# Making a Delta aluminum battery tube



## John

For my tankless bikes


----------



## catfish

Another amazing job!


----------



## bricycle

Dang!!!!!!


----------



## bricycle

catfish said:


> Another amazing job!




Happy 5K cat!!!


----------



## Robertriley

Looks great John.  I'm sure folks will be hitting you up for those


----------



## catfish

bricycle said:


> Happy 5K cat!!!




Thanks!


----------



## STRADALITE

Are you making the clamps as well?


----------



## bentwoody66

Can you p.m. me about the closed end of that tube. I'm curious if you spun those or did you weld a cap on?


----------



## oskisan

When are these targeted to hit "the market" and how much will they be? They look awesome!

Thanks,
Ken


----------



## SJ_BIKER

I vote john for el Presidente ..... looks awesome!


----------



## hoofhearted

*Wha' ... How John Doo Dat ?!!*


========================
========================


----------



## John

I welded the end cap.
Yes making clamps too.
I may make the switch.
There will be 2 versions with and without flex tube




I should have a few extras maybe 10 of them
The next ones I will try and make would be the horn/switch/flex version


----------



## fordsnake

John, I'll take two!


----------



## catfish

John said:


> I welded the end cap.
> Yes making clamps too.
> I may make the switch.
> There will be 2 versions with and without flex tube
> View attachment 205633
> I should have a few extras maybe 10 of them
> The next ones I will try and make would be the horn/switch/flex version




Very nice! Let me know when they are available for sale!


----------



## chitown

John said:


> I should have a few extras maybe 10 of them








But *one* will do just fine.


----------



## STRADALITE

If you're taking orders I'll take a version with the flex tube plus two sets of clamps.


----------



## catfish

Only 20?


----------



## pedal_junky

Awesomeness! 1 with flex tube and clamps.


----------



## luckyfind

I will take one of each with clamps. That is when you get around to it. Sounds like you may be busy filling these orders. Nice work!

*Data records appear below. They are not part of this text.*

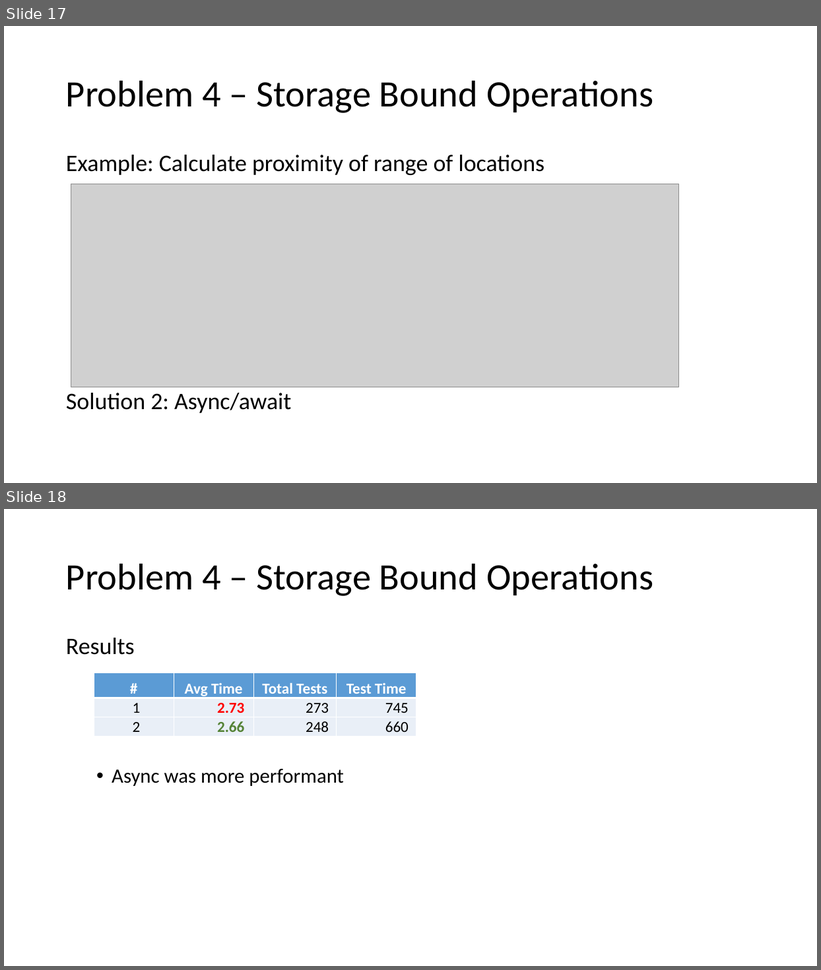
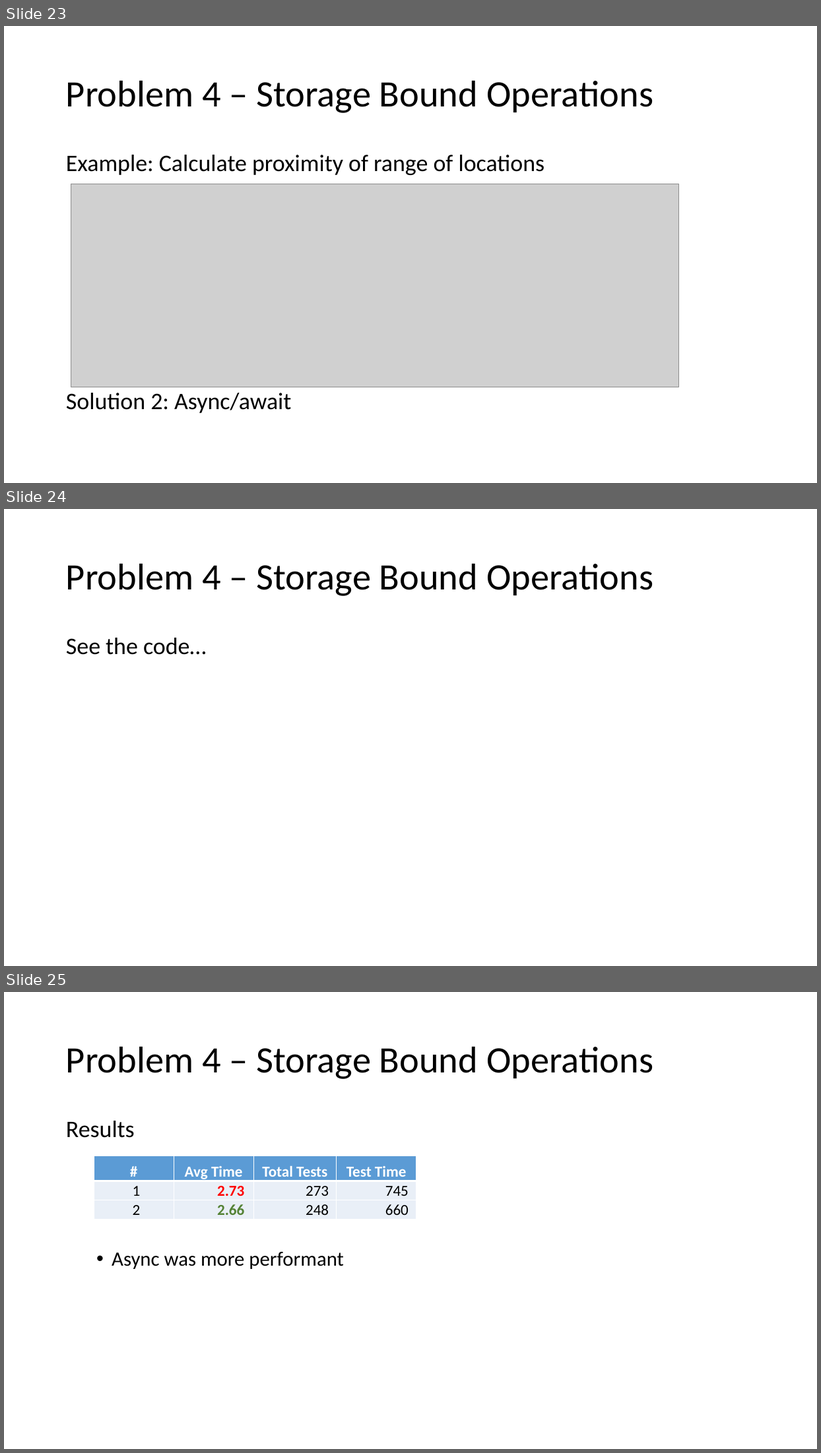
Before and after one commit to mark-doyle/dal-cs-sig, a slide deck: RealWorldScalability/Real World Scalability.pptx. Shown one above the other, each under a label of ours: slides 17 and 18 before the commit, slides 23, 24 and 25 after it. The pictures are 821x970 and 821x1453 pixels, drawn with LibreOffice and Linux fonts; fonts in the diff are those of the drawing; grey boxes stand for pictures. Boxes give left, top, right and bottom in pixels: in the first picture for what was removed or moved away, otherwise in the second. Text is boxed around its words. In the diff, an @@ line names an element or a change of style, - is before the commit and + after.

```diff
--- a/RealWorldScalability/Real World Scalability.pptx
+++ b/RealWorldScalability/Real World Scalability.pptx
@@ slide 24 added at <box>4,509,817,966</box>, background #FFFFFF @@
@@ title added at <box>66,563,653,596</box>, 44 pt, text #000000 @@
+Problem 4 – Storage Bound Operations
@@ text added at <box>66,638,206,655</box>, 28 pt, text #000000 @@
+See the code…
@@ what was slide 17 is now slide 23 @@
@@ what was slide 18 is now slide 25 @@
```
Also in this commit, not shown: 8 slides changed, 11 other slides added.
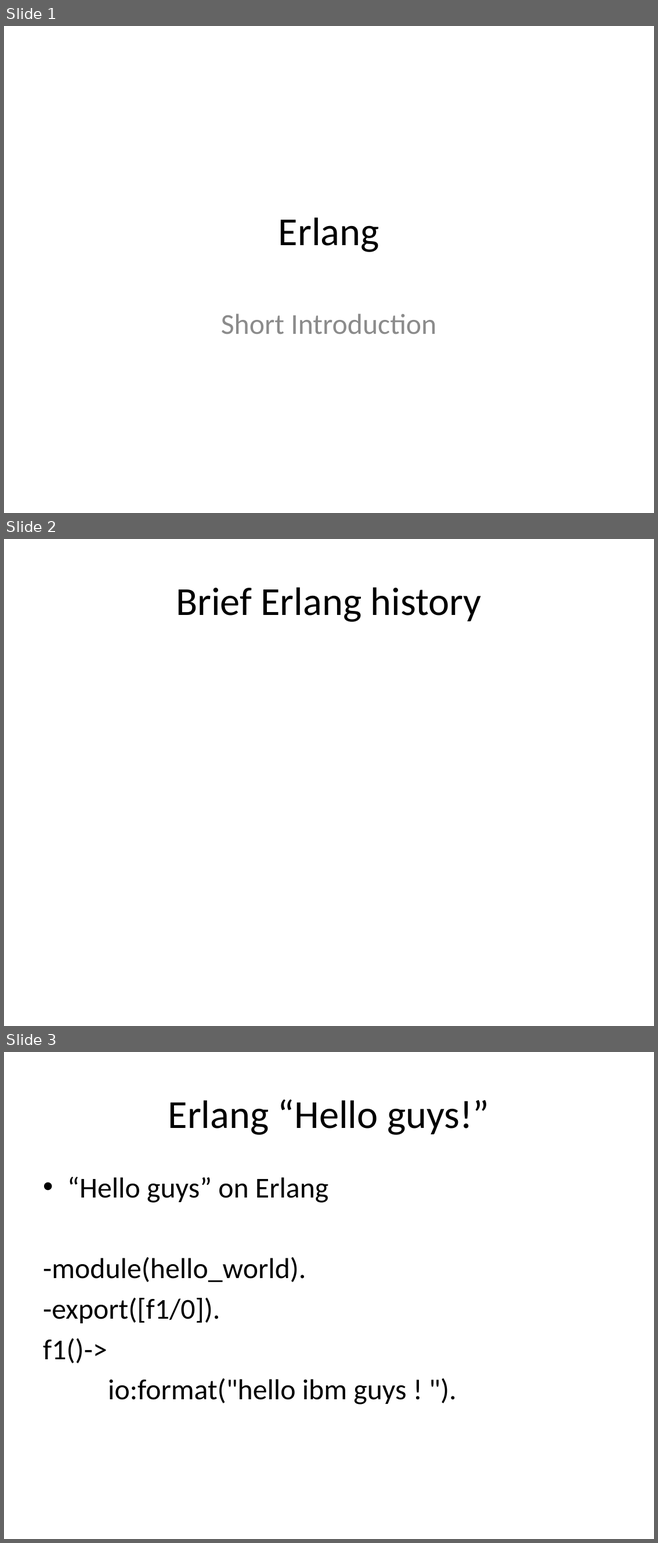
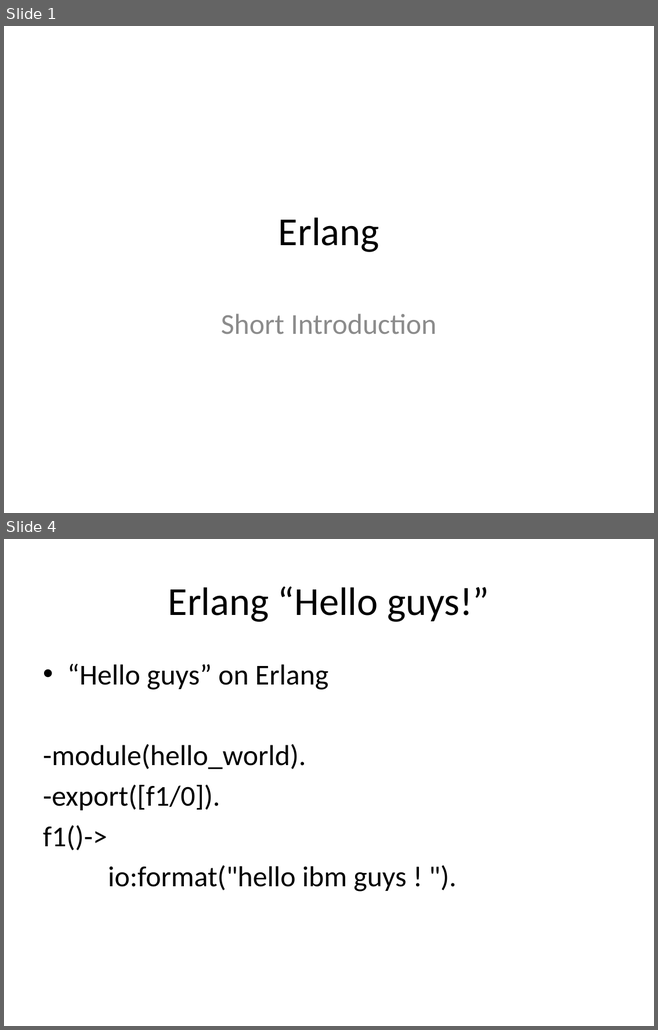
Before and after one commit to texhad3op/ErlangIntro, a slide deck: ErlangIntro.pptx. Shown one above the other, each under a label of ours: slides 1, 2 and 3 before the commit, slides 1 and 4 after it; the slides between them are not shown. The pictures are 658x1543 and 658x1030 pixels, drawn with LibreOffice and Linux fonts; fonts in the diff are those of the drawing. Boxes give left, top, right and bottom in pixels: in the first picture for what was removed or moved away, otherwise in the second. Text is boxed around its words. In the diff, an @@ line names an element or a change of style, - is before the commit and + after.

```diff
--- a/ErlangIntro.pptx
+++ b/ErlangIntro.pptx
@@ slide 2 removed at (x1=4, y1=539, x2=654, y2=1026), background #FFFFFF @@
@@ title removed at (x1=176, y1=587, x2=481, y2=622) @@
-Brief Erlang history
@@ what was slide 3 is now slide 4 @@
```
Also in this commit, not shown: 2 slides added.
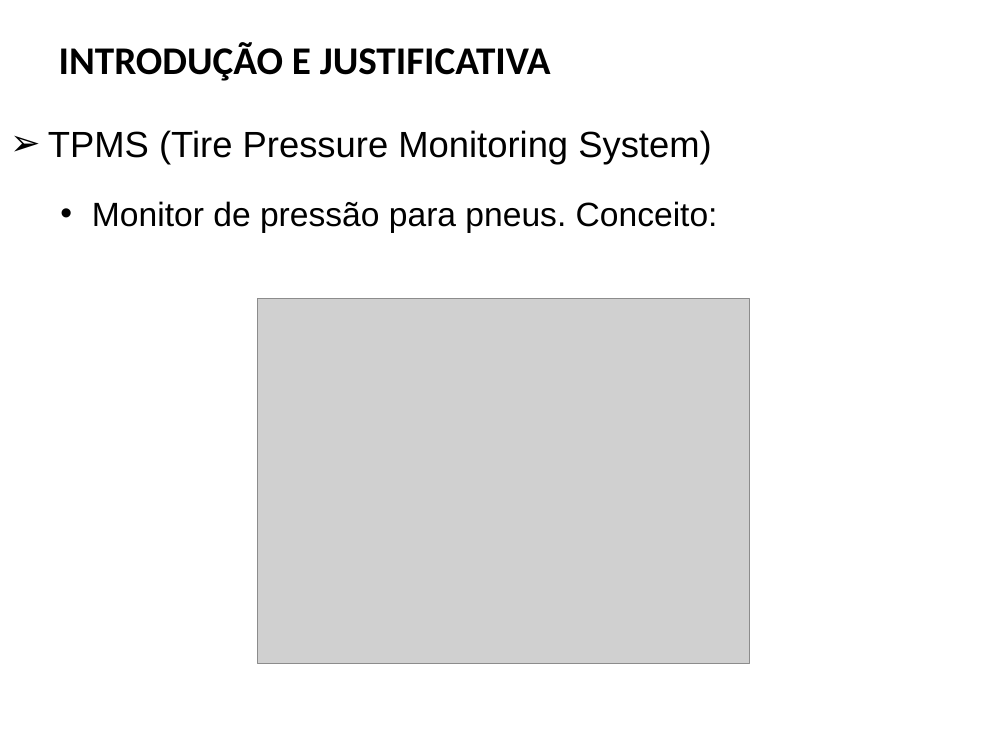
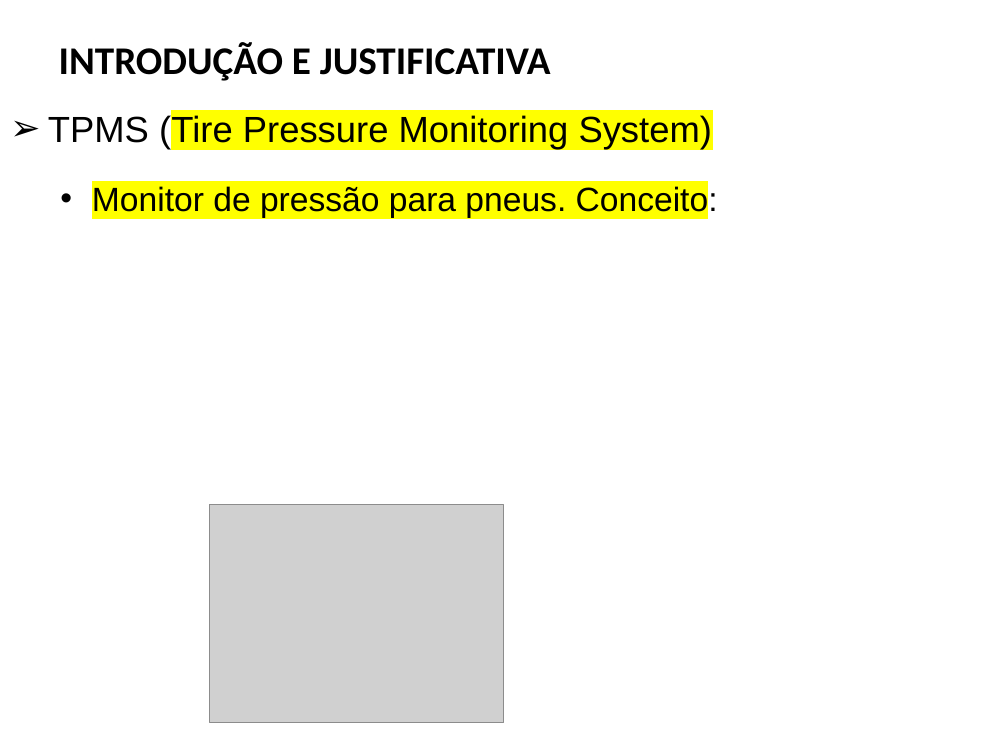
Before and after one commit to FabricioBalbinot/TCC_I, a slide deck: slide 2 of Apresentação TCC I.pptx. Drawn at 1008x756 pixels with LibreOffice and Linux fonts; fonts in the diff are those of the drawing; grey boxes stand for pictures; background and template pictures are left out. Boxes give left, top, right and bottom in pixels: in the first picture for what was removed or moved away, otherwise in the second. Text is boxed around its words. In the diff, an @@ line names an element or a change of style, - is before the commit and + after.

```diff
--- a/Apresentação TCC I.pptx
+++ b/Apresentação TCC I.pptx
@@ text "TPMS (Tire Pressure Monitoring System)": place and size @@
-text "TPMS (Tire Pressure Monitoring System)" at (48, 130, 718, 233)
+text "TPMS (Tire Pressure Monitoring System)" at (48, 114, 718, 218)
@@ text "TPMS (Tire Pressure Monitoring System)" at (48, 114, 718, 218): highlight none to #FFFF00 @@
@@ picture: place and size @@
-picture at (258, 298, 750, 663)
+picture at (210, 505, 503, 723)
```
Also in this commit, not shown: 8 other slides changed, 2 slides added, 5 slides removed, 10 other files.

Sent from my iPhone using Tapatalk


----------



## wspeid

I don't even know what a flex tube is, but everyone else is gettig one, I'll place a pre-order for one of those with clamps too please.


----------



## John

Bracket made


----------



## bricycle

Awesome, awesome, awesome.... now the larger ones.... pa-leese!


----------



## cyclingday

Fabulous!
Thanks for showing the tooling, John.
The brackets look perfect!


----------



## bikewhorder

Yes thanks for showing more than just "what" you made.


----------



## markivpedalpusher

cyclingday said:


> Fabulous!
> Thanks for showing the tooling, John.
> The brackets look perfect!




I 2nd that super cool to see the tooling. Awesome brackets!!!


----------



## pedal_junky

Very clean, excellent.


----------



## kingsilver

It's good that your reproducing this part.  I notice one thing in comparing the original bracket and your reproduction. The stamped part at the ends of your bracket is raised, whereas the ends of the original bracket is smooth and blends in with the curvature of the bracket. "Just an observation."


----------



## John

I have original brackets that are crisp like I made. I also have original brackets like yours and also where the emboss goes all the way to the ends of the bracket. I picked the one I thought looked the best to me. The bracket that I have that looks like yours looked to me that maybe the tool was worn out. I won’t be making enough to wear out the tool.


----------



## John

Tall cap with horn button


----------



## kingsilver

My tube brackets on my other Silver King have smooth ends too. Maybe Delta made an early and late version?


----------



## Freqman1

I'll be happy with either! V/r Shawn


----------



## John

Less pressure on the dies


----------



## geosbike

nice


----------



## John

Large cap with flex conduit


----------



## VintageSchwinn.com

Beautiful work!  When do the Bluebirds and Robins come out ?


----------



## catfish

john said:


> large cap with flex conduit
> View attachment 211980




wow !!!!!!!!!!!!!!!!!!!!


----------



## bricycle

John is the most!


----------



## markivpedalpusher

Sick!


----------



## biker

Looks like my Delta battery tubes will be dropping in value.


----------



## Mojang

exquisite craftsmanship


----------



## bricycle

john doesn't do anything unless it is done properly.


----------



## bikesnbuses

HA!These will be easy to tell from original..Theyre TOO nice!  MAN you do great work John!!


----------



## John

one of the tubes with flex


----------



## Barry Carlisle

John said:


> For my tankless bikes
> View attachment 203323
> 
> View attachment 203324



Im interested in one plus clamps and flex tube for light and horn button..thanks


----------



## Barry Carlisle

Very interested in one of your tibes plus flex tube. Ive tried armored pay phone cord with no luck..


----------



## Schwinn lover

John, Are these still for sale?  How much for one with Flex tube & switch  & mounting clamps ?


----------



## Pete1wray

I know I am late to this John but are these still for sale? I also need one with with flex tube & switch & mounting clamps.


----------



## Nashman

Keep up the great work John. We won't pull on Superman's cape, or spit into the wind, we won't pull the mask off the old Lone Ranger, or mess around with Big John.

Big Bad John
Jimmy Dean
Every mornin' at the mine you could see him arrive
He stood six-foot-six and weighed two-forty-five
Kinda broad at the shoulder and narrow at the hip
And everybody knew ya didn't give no lip to big John
(Big John, big John)
Big bad John (big John)
Nobody seemed to know where John called home
He just drifted into town and stayed all alone
He didn't say much, kinda quiet and shy
And if you spoke at all, you just said hi to Big John
Somebody said he came from New Orleans
Where he got in a fight over a Cajun Queen
And a crashin' blow from a huge right hand
Sent a Louisiana fellow to the promised land, big John
(Big John, big John)
Big bad John (big John)
Then came the day at the bottom of the mine
When a timber cracked and men started cryin'
Miners were…

John was making cool bike parts after he saved all the miners. The End.


----------



## CWCMAN

get a room.......


----------



## John

Pete1wray said:


> I know I am late to this John but are these still for sale? I also need one with with flex tube & switch & mounting clamps.



I have a couple to sell.


----------